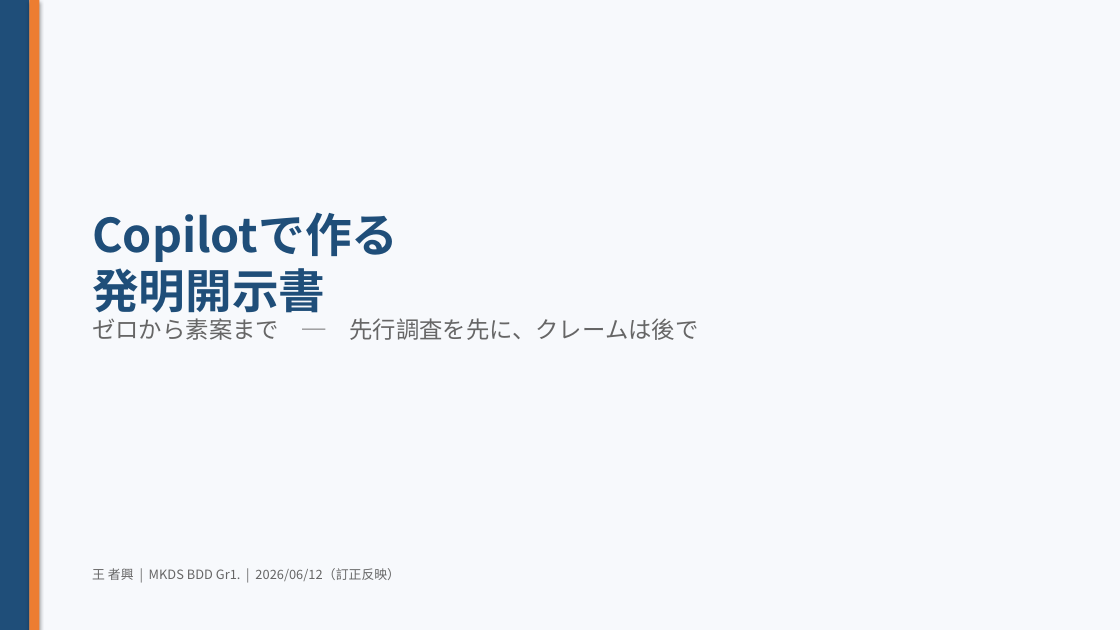
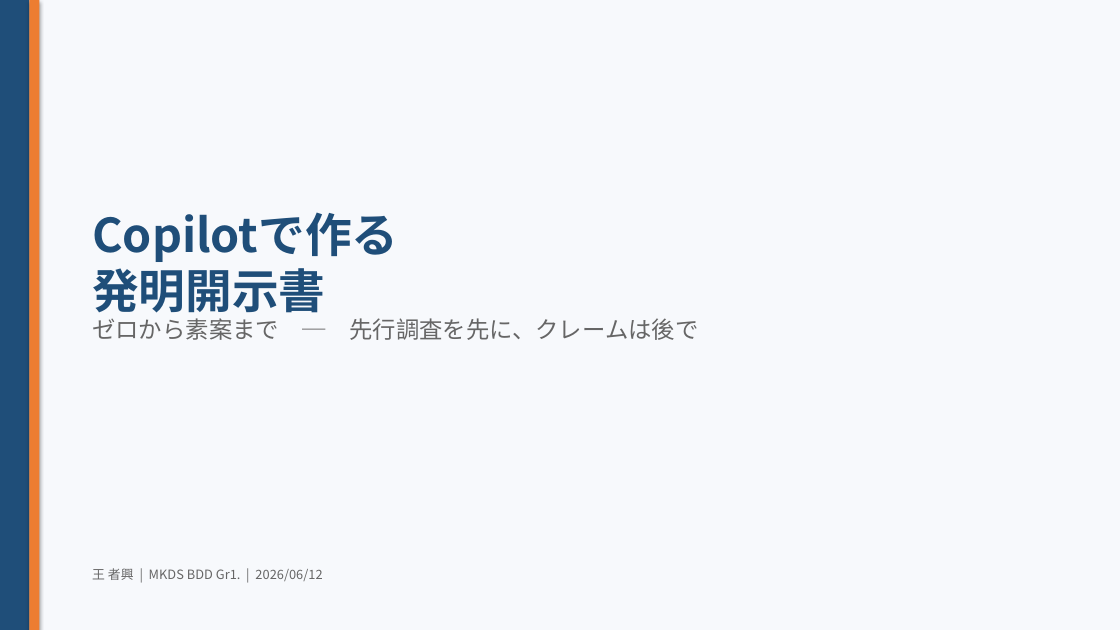
Before and after one commit to zhexingwang/ppt, a slide deck: slide 1 of decks/05_Copilot発明開示書/Copilot発明開示書_訂正反映.pptx. Drawn at 1120x630 pixels with LibreOffice and Linux fonts; fonts in the diff are those of the drawing. Boxes give left, top, right and bottom in pixels: in the first picture for what was removed or moved away, otherwise in the second. Text is boxed around its words. In the diff, an @@ line names an element or a change of style, - is before the commit and + after.

```diff
--- a/decks/05_Copilot発明開示書/Copilot発明開示書_訂正反映.pptx
+++ b/decks/05_Copilot発明開示書/Copilot発明開示書_訂正反映.pptx
@@ text at (x1=92, y1=568, x2=322, y2=581): text changed @@
-王 者興 | MKDS BDD Gr1. | 2026/06/12（訂正反映）
+王 者興 | MKDS BDD Gr1. | 2026/06/12
```
Also in this commit, not shown: 12 other slides changed, 15 other files.
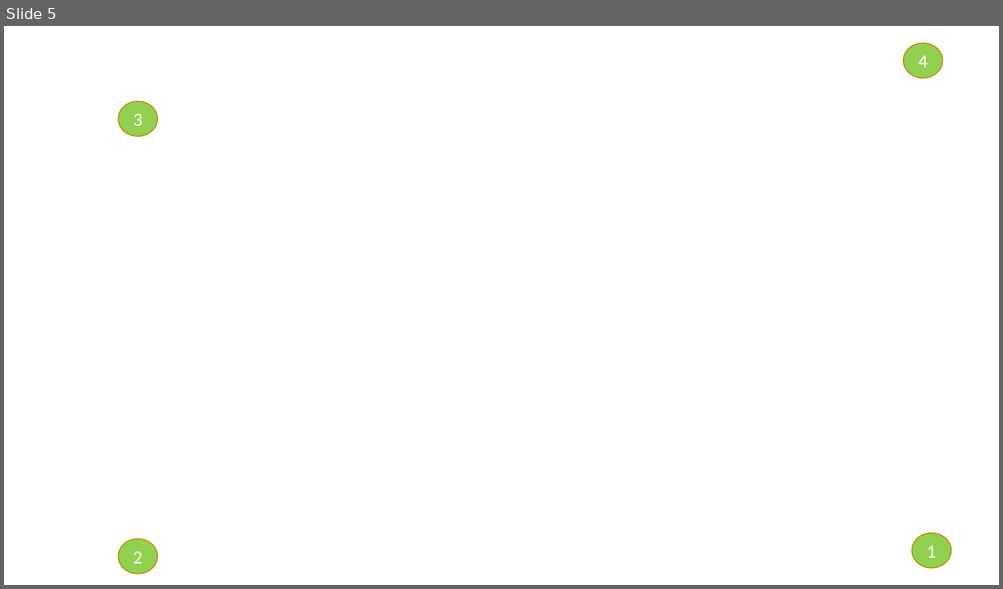
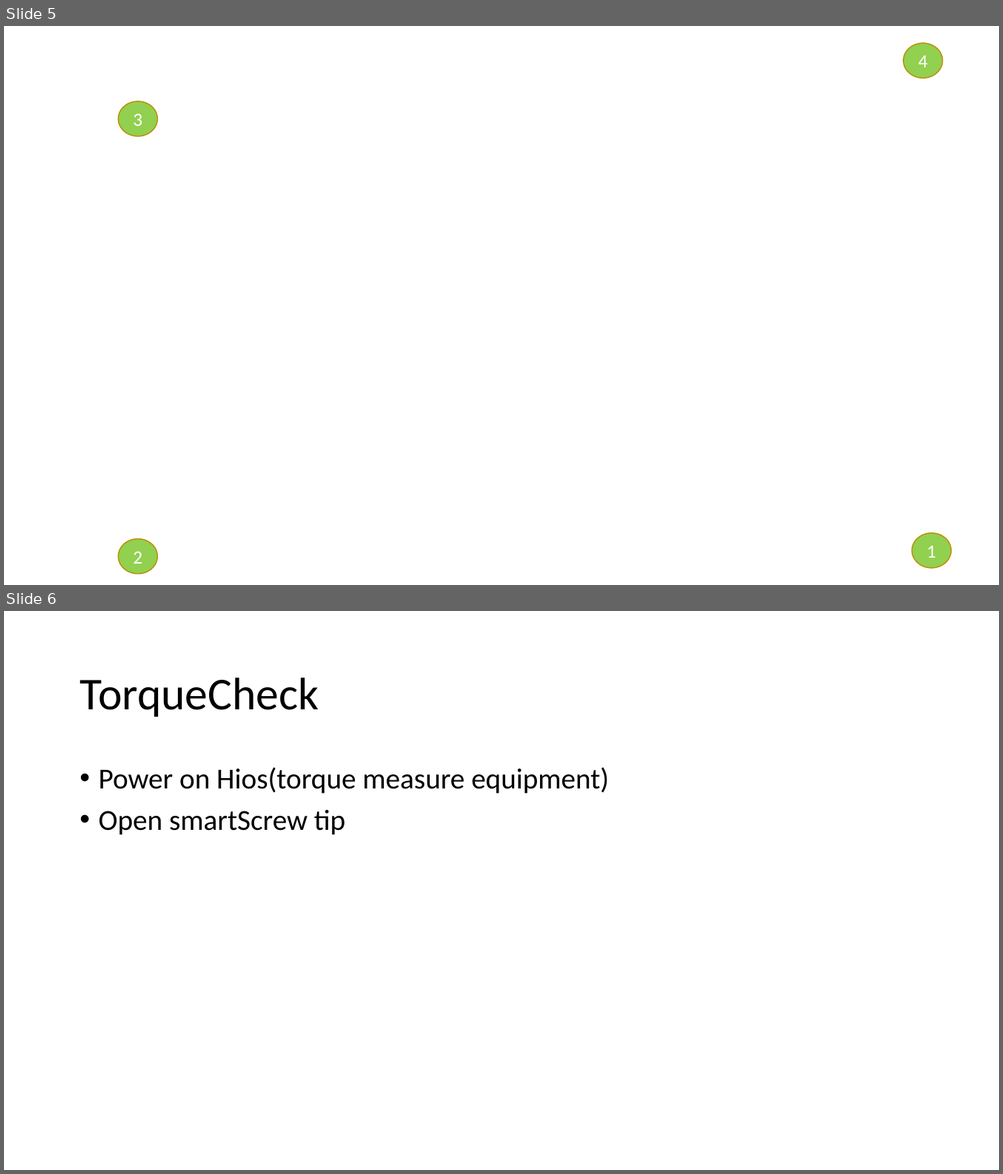
Before and after one commit to NavakhunBuachan/AutomatedTightening, a slide deck: Picture.pptx. Shown one above the other, each under a label of ours: slide 5 before the commit, slides 5 and 6 after it. The pictures are 1003x589 and 1003x1174 pixels, drawn with LibreOffice and Linux fonts; fonts in the diff are those of the drawing; background and template pictures are left out. Boxes give left, top, right and bottom in pixels: in the first picture for what was removed or moved away, otherwise in the second. Text is boxed around its words. In the diff, an @@ line names an element or a change of style, - is before the commit and + after.

Commit message:
Added torqueCheck feature

```diff
--- a/Picture.pptx
+++ b/Picture.pptx
@@ slide 6 added at [4, 611, 999, 1170], background #FFFFFF @@
@@ title added at [79, 678, 318, 717], 44 pt, text #000000 @@
+TorqueCheck
@@ text added at [99, 767, 609, 835], 28 pt, text #000000 @@
+• Power on Hios(torque measure equipment)
+• Open smartScrew tip
```
Also in this commit, not shown: 20 other files.
____________
■ YOUR INSTRUCTIONS
Wherever a picture appears in the records above, skip it and retype everything else exactly.

■ TASK RESPONSE
Before and after one commit to zhexingwang/ppt, a slide deck: slide 1 of decks/05_Copilot発明開示書/Copilot発明開示書_訂正反映.pptx. Drawn at 1120x630 pixels with LibreOffice and Linux fonts; fonts in the diff are those of the drawing. Boxes give left, top, right and bottom in pixels: in the first picture for what was removed or moved away, otherwise in the second. Text is boxed around its words. In the diff, an @@ line names an element or a change of style, - is before the commit and + after.

```diff
--- a/decks/05_Copilot発明開示書/Copilot発明開示書_訂正反映.pptx
+++ b/decks/05_Copilot発明開示書/Copilot発明開示書_訂正反映.pptx
@@ text at (x1=92, y1=568, x2=322, y2=581): text changed @@
-王 者興 | MKDS BDD Gr1. | 2026/06/12（訂正反映）
+王 者興 | MKDS BDD Gr1. | 2026/06/12
```
Also in this commit, not shown: 12 other slides changed, 15 other files.
Before and after one commit to NavakhunBuachan/AutomatedTightening, a slide deck: Picture.pptx. Shown one above the other, each under a label of ours: slide 5 before the commit, slides 5 and 6 after it. The pictures are 1003x589 and 1003x1174 pixels, drawn with LibreOffice and Linux fonts; fonts in the diff are those of the drawing; background and template pictures are left out. Boxes give left, top, right and bottom in pixels: in the first picture for what was removed or moved away, otherwise in the second. Text is boxed around its words. In the diff, an @@ line names an element or a change of style, - is before the commit and + after.

Commit message:
Added torqueCheck feature

```diff
--- a/Picture.pptx
+++ b/Picture.pptx
@@ slide 6 added at [4, 611, 999, 1170], background #FFFFFF @@
@@ title added at [79, 678, 318, 717], 44 pt, text #000000 @@
+TorqueCheck
@@ text added at [99, 767, 609, 835], 28 pt, text #000000 @@
+• Power on Hios(torque measure equipment)
+• Open smartScrew tip
```
Also in this commit, not shown: 20 other files.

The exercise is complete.